Before you start preparing the outline and details, write down a brief abstract. It’s worth spending some time on it. (For what it’s worth, even though I’ve given hundreds of talks and lectures, I still do this before every talk and lecture I prepare).
Try to write, in the most concise and clear way, a brief summary of the talk. What problem are you solving, and why is it interesting? What is the context in which you are doing the work? What is the essence of your work, and your results? What is the “ah hah!” factor —- what do you want your audience to take away from the talk? If you can’t write a 1-paragraph summary, it tells you that you don’t have a clear idea of what the talk is about. Once you have a good paragraph written, you can be sure that the talk will be a lot easier to prepare.
Prepare an outline - perhaps in the form of 30-40 bullets - that shows the flow of the whole talk. This will help identify missing or redundant sections; and will help balance the amount of information you include in each part of the talk. It is often tempting to spend too much on one, unimportant detail, leaving too little time for the important stuff.
Yes - I mean it. Write down, word for word, your whole talk. You’d be amazed at how many people do this — even skilled speakers who give talks often. If the President can give speeches from a teleprompter, it tells you something about what makes a good talk. In many fields of the humanities, researchers read all their talks from a script.

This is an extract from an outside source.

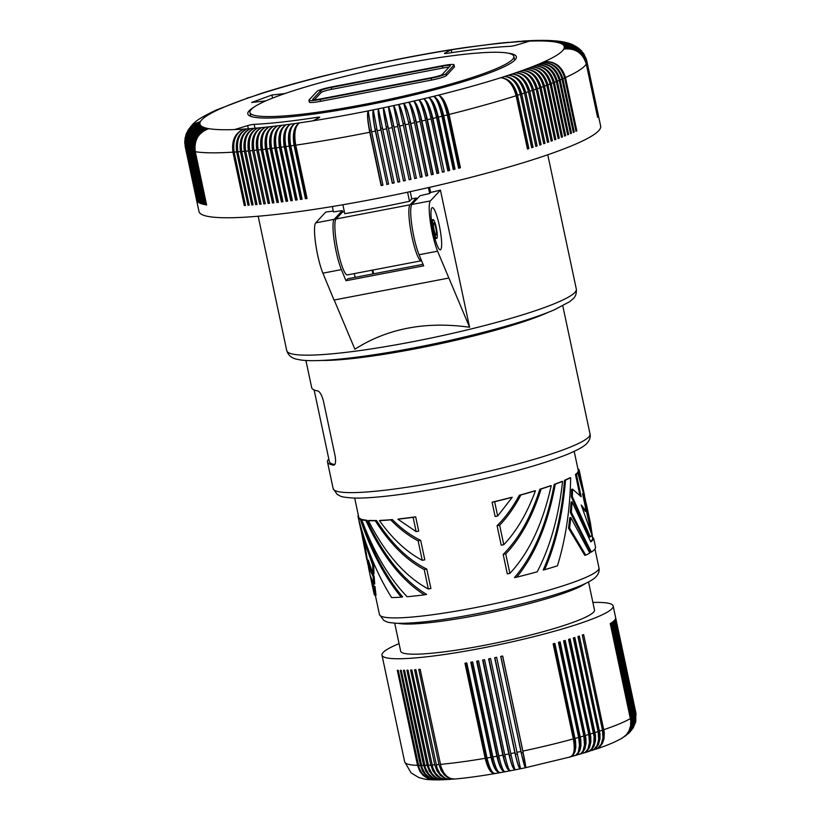 <?xml version="1.0" encoding="UTF-8"?>
<svg xmlns="http://www.w3.org/2000/svg" width="821" height="821" viewBox="0 0 821 821"><rect width="100%" height="100%" fill="white"/><g stroke="black" fill="none" stroke-linecap="round" stroke-linejoin="round"><path stroke-width="1.23" d="M312.924 120.831L319.359 117.619A4.772 0.575 -12 0 0 319.738 117.29A4.772 0.575 -12 0 0 316.957 117.352A164.734 19.663 -12 0 1 254.182 124.351A4.772 0.575 -12 0 0 247.675 125.603L234.59 129.564A186.223 22.218 -12 0 0 243.786 129.082C235.781 132.879 232.569 140.545 234.159 152.08A205.322 24.497 -12 0 0 236.633 151.916C235.093 140.37 238.603 132.684 247.152 128.856A186.223 22.218 -12 0 0 250.631 128.589A186.223 22.218 -12 0 0 254.202 128.292A186.223 22.218 -12 0 0 257.876 127.963A186.223 22.218 -12 0 0 261.642 127.604C253.956 131.37 250.918 139.026 252.54 150.551L263.869 203.885A205.322 24.497 -12 0 0 265.275 203.741L253.935 150.417A205.322 24.497 -12 0 0 256.778 150.12C255.136 138.595 258.051 130.95 265.511 127.204A186.223 22.218 -12 0 0 269.462 126.773A186.223 22.218 -12 0 0 273.506 126.311A186.223 22.218 -12 0 0 277.642 125.818A186.223 22.218 -12 0 0 281.849 125.295A186.223 22.218 -12 0 0 286.139 124.741A186.223 22.218 -12 0 0 290.501 124.156A186.223 22.218 -12 0 0 294.934 123.53A186.223 22.218 -12 0 0 299.429 122.883A186.223 22.218 -12 0 0 312.924 120.831A186.223 22.218 -12 0 0 368.188 110.897C366.987 113.698 367.51 120.81 369.768 132.253L381.108 185.577A205.322 24.497 -12 0 0 382.966 185.207L371.636 131.883A205.322 24.497 -12 0 0 375.371 131.124C373.083 119.692 372.375 112.61 373.268 109.87L377.239 130.744A205.322 24.497 -12 0 0 380.975 129.985C378.655 118.552 377.783 111.502 378.348 108.834L382.843 129.595A205.322 24.497 -12 0 0 386.578 128.815C384.238 117.393 383.181 110.383 383.438 107.767L388.456 128.425A205.322 24.497 -12 0 0 392.192 127.624L388.528 106.689C389.729 108.988 391.566 115.843 394.059 127.224A205.322 24.497 -12 0 0 397.795 126.424L393.608 105.591C395.117 107.828 397.138 114.632 399.663 126.013A205.322 24.497 -12 0 0 403.388 125.203L398.678 104.483C400.504 106.648 402.701 113.411 405.256 124.792A205.322 24.497 -12 0 0 408.971 123.961L403.737 103.354C405.882 105.447 408.242 112.179 410.828 123.55A205.322 24.497 -12 0 0 414.533 122.709C412.029 111.317 410.11 104.493 408.786 102.215C411.239 104.236 413.774 110.927 416.391 122.288A205.322 24.497 -12 0 0 420.075 121.436L431.415 174.77A205.322 24.497 -12 0 0 433.252 174.339L421.922 121.015A205.322 24.497 -12 0 0 425.596 120.153L436.926 173.488A205.322 24.497 -12 0 0 438.763 173.057L427.423 119.722A205.322 24.497 -12 0 0 431.076 118.86L442.416 172.184A205.322 24.497 -12 0 0 444.233 171.753L432.893 118.429A205.322 24.497 -12 0 0 436.526 117.557C433.899 106.196 431.292 99.515 428.706 97.535C432.39 99.259 435.602 105.786 438.332 117.116A205.322 24.497 -12 0 0 441.934 116.233L453.274 169.557A205.322 24.497 -12 0 0 455.06 169.116L443.73 115.792A205.322 24.497 -12 0 0 447.301 114.909C444.613 103.559 441.667 96.97 438.465 95.133C442.745 96.704 446.285 103.148 449.077 114.458A205.322 24.497 -12 0 0 516.122 95.729C513.043 84.491 507.912 78.498 500.728 77.738C508.774 78.221 514.377 84.07 517.538 95.277A205.322 24.497 -12 0 0 520.35 94.384C517.251 83.157 511.976 77.195 504.535 76.517C512.817 76.928 518.544 82.736 521.735 93.943A205.322 24.497 -12 0 0 524.465 93.05C521.345 81.823 515.937 75.912 508.261 75.306C516.758 75.645 522.608 81.402 525.82 92.609A205.322 24.497 -12 0 0 528.478 91.716C525.327 80.499 519.796 74.629 511.883 74.106C520.596 74.362 526.559 80.089 529.791 91.275A205.322 24.497 -12 0 0 532.377 90.402C529.206 79.196 523.552 73.356 515.403 72.905C524.321 73.09 530.407 78.775 533.65 89.961A205.322 24.497 -12 0 0 536.164 89.089C532.973 77.892 527.185 72.104 518.821 71.725C527.934 71.838 534.132 77.482 537.396 88.658A205.322 24.497 -12 0 0 539.828 87.796C536.616 76.599 530.715 70.852 522.125 70.544C531.444 70.585 537.745 76.199 541.029 87.365A205.322 24.497 -12 0 0 543.379 86.513C540.146 75.327 534.132 69.611 525.327 69.385C534.83 69.354 541.234 74.927 544.539 86.082A205.322 24.497 -12 0 0 546.807 85.24C543.553 74.054 537.427 68.389 528.416 68.235C538.094 68.133 544.6 73.664 547.925 84.82A205.322 24.497 -12 0 0 550.111 83.978C546.837 72.812 540.598 67.178 531.392 67.096C541.244 66.932 547.843 72.422 551.178 83.568A205.322 24.497 -12 0 0 553.282 82.736C549.988 71.571 543.646 65.988 534.245 65.967C544.272 65.731 550.953 71.191 554.308 82.326A205.322 24.497 -12 0 0 556.32 81.515C553.015 70.36 546.57 64.808 536.985 64.869C547.166 64.561 553.939 69.98 557.305 81.115A205.322 24.497 -12 0 0 559.234 80.304C555.909 69.159 549.362 63.648 539.602 63.771C549.937 63.402 556.792 68.779 560.168 79.914A205.322 24.497 -12 0 0 562.005 79.124C558.66 67.979 552.03 62.499 542.106 62.694C552.574 62.263 559.501 67.609 562.898 78.724A205.322 24.497 -12 0 0 564.643 77.954C561.287 66.809 554.565 61.37 544.477 61.637C555.078 61.144 562.077 66.45 565.495 77.564A205.322 24.497 -12 0 0 586.266 63.987C582.766 52.924 575.264 47.946 563.77 49.034C575.357 47.782 582.9 52.677 586.41 63.72A205.322 24.497 -12 0 0 586.646 63.207C583.146 52.154 575.624 47.197 564.089 48.326C575.675 47.043 583.228 51.918 586.738 62.96A205.322 24.497 -12 0 0 586.861 62.468C583.362 51.415 575.829 46.479 564.263 47.659C575.849 46.335 583.392 51.189 586.902 62.222A205.322 24.497 -12 0 0 586.933 61.749C583.423 50.707 575.88 45.802 564.294 47.023C575.87 45.658 583.413 50.492 586.912 61.524A205.322 24.497 -12 0 0 586.861 61.195L586.646 60.251M263.869 203.885L265.193 203.434A17.19 2.053 168 0 1 265.193 203.434L253.566 148.745A18.442 13.095 -95 0 1 255.454 133.844M245.438 205.137L244.278 205.486A205.322 24.497 -12 0 0 245.489 205.414L234.159 152.08M284.856 93.573L271.905 95.02L251.698 102.461L265.819 100.88M390.981 60.764L390.909 60.805A186.223 22.218 -12 0 0 385.829 61.852A186.223 22.218 -12 0 0 380.739 62.909A186.223 22.218 -12 0 0 375.649 63.987A186.223 22.218 -12 0 0 370.569 65.085A186.223 22.218 -12 0 0 365.499 66.193L365.478 66.173A186.223 22.218 -12 0 0 360.44 67.322A18.442 0.8 77.7 0 1 360.44 67.322A186.223 22.218 -12 0 0 355.39 68.461A186.223 22.218 -12 0 0 350.372 69.621A186.223 22.218 -12 0 0 345.374 70.78A186.223 22.218 -12 0 0 340.407 71.961A186.223 22.218 -12 0 0 335.471 73.151A186.223 22.218 -12 0 0 330.565 74.342A186.223 22.218 -12 0 0 325.711 75.553A186.223 22.218 -12 0 0 263.449 92.947A186.223 22.218 -12 0 0 259.631 94.158A186.223 22.218 -12 0 0 255.916 95.369A186.223 22.218 -12 0 0 252.293 96.58L246.526 98.253M246.628 98.222L248.773 97.771A186.223 22.218 -12 0 0 245.356 98.961L248.773 97.771A186.223 22.218 -12 0 1 252.293 96.58L261.745 93.245C280.556 87.313 301.605 81.423 324.911 75.594L365.417 66.152M253.935 150.417C252.232 138.893 254.808 131.288 261.642 127.604A186.223 22.218 -12 0 0 265.511 127.204C258.923 130.857 256.491 138.451 258.215 149.976A205.322 24.497 -12 0 0 261.129 149.658C259.457 138.123 262.238 130.498 269.462 126.773C263.13 130.406 260.842 137.969 262.597 149.494A205.322 24.497 -12 0 0 265.563 149.155C263.88 137.63 266.527 130.016 273.506 126.311C267.441 129.903 265.286 137.466 267.071 148.981A205.322 24.497 -12 0 0 270.099 148.611C268.395 137.086 270.899 129.492 277.642 125.818C271.833 129.379 269.832 136.912 271.638 148.427A205.322 24.497 -12 0 0 274.727 148.037C272.993 136.522 275.363 128.938 281.849 125.295C276.308 128.815 274.46 136.337 276.287 147.842A205.322 24.497 -12 0 0 279.448 147.431C277.683 135.917 279.91 128.353 286.139 124.741C280.874 128.22 279.171 135.722 281.028 147.226A205.322 24.497 -12 0 0 284.24 146.795C282.455 135.28 284.538 127.727 290.501 124.156C285.513 127.594 283.974 135.065 285.852 146.569A205.322 24.497 -12 0 0 289.115 146.117C287.299 134.603 289.238 127.081 294.934 123.53C290.234 126.937 288.848 134.387 290.757 145.881A205.322 24.497 -12 0 0 294.072 145.409C292.225 133.905 294.01 126.393 299.429 122.883C295.026 126.249 293.795 133.669 295.734 145.163A205.322 24.497 -12 0 0 369.768 132.253M244.278 205.486L232.938 152.162C231.43 140.617 235.042 132.93 243.786 129.082A186.223 22.218 -12 0 0 247.152 128.856C239.373 132.633 236.284 140.288 237.885 151.823A205.322 24.497 -12 0 0 240.44 151.628C238.89 140.093 242.277 132.417 250.631 128.589C243.067 132.345 240.101 139.991 241.733 151.526A205.322 24.497 -12 0 0 244.36 151.31C242.79 139.775 246.064 132.099 254.202 128.292C246.875 132.027 244.042 139.662 245.695 151.197A205.322 24.497 -12 0 0 248.394 150.951C246.803 139.416 249.964 131.75 257.876 127.963C250.785 131.678 248.086 139.293 249.758 150.818A205.322 24.497 -12 0 0 252.54 150.551M451.837 52.626L451.242 49.845L444.818 53.067A4.772 0.575 -12 0 0 444.438 53.386A4.772 0.575 -12 0 0 447.219 53.324A164.734 19.663 168 0 1 509.995 46.335A4.772 0.575 -12 0 0 516.501 45.083L529.586 41.122A186.223 22.218 -12 0 0 520.381 41.594L523.1 41.081M436.526 117.557L447.866 170.881A205.322 24.497 -12 0 0 449.672 170.44L449.097 170.337L437.47 115.638A18.442 5.121 -104 0 0 428.706 97.535A186.223 22.218 -12 0 0 433.611 96.334A186.223 22.218 -12 0 0 438.465 95.133A186.223 22.218 -12 0 0 500.728 77.738A186.223 22.218 -12 0 0 504.535 76.517A186.223 22.218 -12 0 0 508.261 75.306A186.223 22.218 -12 0 0 511.883 74.106A186.223 22.218 -12 0 0 515.403 72.905A186.223 22.218 -12 0 0 518.821 71.725A186.223 22.218 -12 0 0 522.125 70.544A186.223 22.218 -12 0 0 525.327 69.385A186.223 22.218 -12 0 0 528.416 68.235A186.223 22.218 -12 0 0 531.392 67.096A186.223 22.218 -12 0 0 534.245 65.967A186.223 22.218 -12 0 0 536.985 64.869A186.223 22.218 -12 0 0 539.602 63.771A186.223 22.218 -12 0 0 542.106 62.694A186.223 22.218 -12 0 0 544.477 61.637A186.223 22.218 -12 0 0 563.77 49.034A186.223 22.218 -12 0 0 564.089 48.326A186.223 22.218 -12 0 0 564.263 47.659A186.223 22.218 -12 0 0 564.294 47.023A186.223 22.218 -12 0 0 564.181 46.407A186.223 22.218 -12 0 0 563.935 45.822A186.223 22.218 -12 0 0 563.545 45.278A186.223 22.218 -12 0 0 563.011 44.755A186.223 22.218 -12 0 0 562.334 44.272A186.223 22.218 -12 0 0 561.513 43.811A186.223 22.218 -12 0 0 560.558 43.39A186.223 22.218 -12 0 0 559.47 43A186.223 22.218 -12 0 0 558.239 42.641A186.223 22.218 -12 0 0 556.864 42.323A186.223 22.218 -12 0 0 555.355 42.035L562.416 41.738C552.502 40.167 539.438 39.952 523.223 41.071L520.381 41.594A186.223 22.218 -12 0 0 517.014 41.82L519.58 41.327M522.987 41.091L517.014 41.82A186.223 22.218 -12 0 0 513.546 42.087A186.223 22.218 -12 0 0 509.974 42.384A186.223 22.218 -12 0 0 506.3 42.713L508.466 42.251M519.467 41.327L506.3 42.713A186.223 22.218 -12 0 0 502.524 43.082L508.353 42.261M504.463 42.63L498.665 43.472A186.223 22.218 -12 0 1 502.524 43.082L504.576 42.62M597.934 116.315L586.738 62.96M531.618 147.421A17.19 2.053 -12 0 0 531.731 147.38L533.065 147.267L521.735 93.943M531.731 147.38L520.104 92.681A18.442 12.633 -108.5 0 0 511.36 78.929M586.83 61.072C583.331 50.03 575.778 45.145 564.181 46.407L570.698 46.109L577.727 48.46L582.705 52.595L586.163 58.65L583.105 52.872L577.522 47.977L570.472 45.576L563.935 45.822L569.507 45.422L574.926 46.643L580.457 49.978L584.48 54.935M581.915 51.313L578.559 48.244L573.622 45.75L568.163 44.806L563.545 45.278L569.138 44.909L575.449 46.54L580.149 49.547L584.1 54.299M449.097 170.337A17.19 2.053 168 0 1 447.814 170.655M547.433 142.125L548.736 141.982L537.396 88.658M458.59 167.997A17.19 2.053 -12 0 0 459.739 167.71L460.417 167.792A205.322 24.497 -12 0 1 458.641 168.233L447.301 114.909M551.107 140.832L552.369 140.689A205.322 24.497 -12 0 1 551.168 141.12L539.828 87.796M256.963 204.224L255.7 204.634A205.322 24.497 -12 0 0 257.035 204.521L245.695 151.197M249.44 149.012A18.442 13.454 -94.6 0 1 250.836 135.578M245.11 146.518A18.442 13.793 -94.2 0 1 246.115 138.102M255.7 204.634L244.36 151.31M185.115 137.877L186.931 132.684L190.215 128.22L194.659 124.905L199.914 123.017A186.223 22.218 -12 0 0 199.883 123.663L193.818 126.034L188.912 130.293L185.762 135.947L184.735 141.397L185.792 135.444L188.943 129.759L193.838 125.449L199.914 123.017A186.223 22.218 -12 0 1 200.088 122.35L195.685 123.797L191.786 126.26L188.604 129.615L186.254 133.915L188.871 129.041L192.063 125.654L195.983 123.14L200.406 121.652L193.602 124.433L187.783 130.693C194.167 121.529 196.619 119.722 215.636 110.25L245.356 98.961A186.223 22.218 -12 0 0 242.051 100.131A186.223 22.218 -12 0 0 238.849 101.301A186.223 22.218 -12 0 0 235.76 102.451A186.223 22.218 -12 0 0 232.784 103.579A186.223 22.218 -12 0 0 229.921 104.708A186.223 22.218 -12 0 0 227.181 105.817A186.223 22.218 -12 0 0 224.564 106.904A186.223 22.218 -12 0 0 222.07 107.982A186.223 22.218 -12 0 0 219.7 109.039A186.223 22.218 -12 0 0 200.406 121.652A186.223 22.218 -12 0 0 200.088 122.35L194.013 124.751L189.723 128.333L186.654 132.992L184.992 138.564M261.037 203.844L259.734 204.275A205.322 24.497 -12 0 0 261.099 204.152L249.758 150.818M234.59 129.564A186.223 22.218 -12 0 1 208.821 128.651A186.223 22.218 -12 0 1 207.313 128.363A186.223 22.218 -12 0 1 205.938 128.035A186.223 22.218 -12 0 1 204.706 127.676A186.223 22.218 -12 0 1 203.608 127.286A186.223 22.218 -12 0 1 202.654 126.865A186.223 22.218 -12 0 1 201.843 126.413A186.223 22.218 -12 0 1 201.166 125.921A186.223 22.218 -12 0 1 200.632 125.408A186.223 22.218 -12 0 1 200.242 124.854A186.223 22.218 -12 0 1 199.985 124.269A186.223 22.218 -12 0 1 199.883 123.663L193.038 126.619L187.835 131.945L185.053 138.841L185.197 146.579A205.322 24.497 -12 0 0 185.228 146.702C183.945 135.198 188.861 127.727 199.985 124.269C188.902 127.86 184.007 135.403 185.289 146.928A205.322 24.497 -12 0 0 185.474 147.349C184.191 135.845 189.117 128.343 200.242 124.854C189.189 128.476 184.304 136.04 185.597 147.554A205.322 24.497 -12 0 0 185.885 147.965C184.602 136.45 189.518 128.938 200.632 125.408C189.62 129.051 184.756 136.635 186.049 148.16A205.322 24.497 -12 0 0 186.449 148.539C185.156 137.025 190.061 129.492 201.166 125.921C190.205 129.605 185.372 137.199 186.665 148.724A205.322 24.497 -12 0 0 187.167 149.083C185.874 137.569 190.77 130.005 201.843 126.413C190.934 130.118 186.131 137.733 187.434 149.258A205.322 24.497 -12 0 0 188.04 149.596C186.747 138.072 191.621 130.498 202.654 126.865C191.816 130.59 187.055 138.226 188.358 149.75A205.322 24.497 -12 0 0 189.066 150.069C187.773 138.544 192.617 130.95 203.608 127.286C192.843 131.042 188.122 138.677 189.435 150.212A205.322 24.497 -12 0 0 190.246 150.5C188.943 138.975 193.766 131.37 204.706 127.676C194.023 131.452 189.343 139.108 190.677 150.633A205.322 24.497 -12 0 0 191.58 150.9C190.277 139.375 195.059 131.75 205.938 128.035C195.347 131.822 190.718 139.488 192.063 151.023A205.322 24.497 -12 0 0 193.068 151.259C191.755 139.734 196.496 132.099 207.313 128.363C196.824 132.171 192.247 139.837 193.592 151.372A205.322 24.497 -12 0 0 194.7 151.587C193.376 140.052 198.087 132.407 208.821 128.651C198.436 132.468 193.92 140.155 195.275 151.69A205.322 24.497 -12 0 0 232.938 152.162M197.338 201.268L185.885 147.965M254.069 107.079A137.281 16.379 -12 0 0 247.809 113.883A137.281 16.379 -12 0 0 385.49 101.363A137.281 16.379 -12 0 0 516.368 56.803A137.281 16.379 -12 0 0 507.881 53.129M271.905 95.02L272.562 98.089M375.587 63.976L365.427 66.07M258.215 149.976L269.555 203.3A205.322 24.497 -12 0 1 268.118 203.454L269.391 203.013A17.19 2.053 -12 0 0 269.493 203.003M269.391 203.013L257.773 148.314A17.19 2.053 -12 0 0 257.907 148.303M266.763 147.318A17.19 2.053 168 0 1 266.476 147.349A18.442 11.987 -96.1 0 1 269.298 130.087M267.071 148.981L278.401 202.305A205.322 24.497 -12 0 1 276.903 202.479L278.103 202.048A17.19 2.053 -12 0 0 278.34 202.017M278.103 202.048L266.476 147.349M276.903 202.479L265.563 149.155M273.865 202.53A17.19 2.053 168 0 1 273.701 202.551L262.073 147.852A17.19 2.053 -12 0 0 262.289 147.831M262.073 147.852A18.442 12.366 -95.8 0 1 264.67 131.196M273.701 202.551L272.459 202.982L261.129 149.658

The trick is to script the whole talk, read it aloud many times and then learn it. Then the day before your talk, throw away your script. You’ll remember the key sentences and points, and by not reading it you’ll make it sound more natural. Having a script will make your talk get off on the right foot, and help overcome nervousness. Perhaps most importantly, a script will help you avoid missing out some important points, and will help you make best use of the small amount of time you have.
Think about what slides you need to illustrate your script. Your slides do not have to paint a complete picture on their own. It is a common misconception that the slides should be readable and meaningful without the speaker. This is baloney. If this were true, we wouldn’t need the speaker! Think of them as illustrative tools, to help explain key ideas. It is not a good idea to use them to jog your memory; that is what your own notes are for.
Practice the talk with the script several times.
Throw away the script.
Once you have practiced the scripted talk a few times, throw your script away. You will remember the key phrases; and in the moment, you will link it together more naturally than you would by reading it.
If all this seems like a lot of work, it is. Giving a good talk involves many hours of preparation.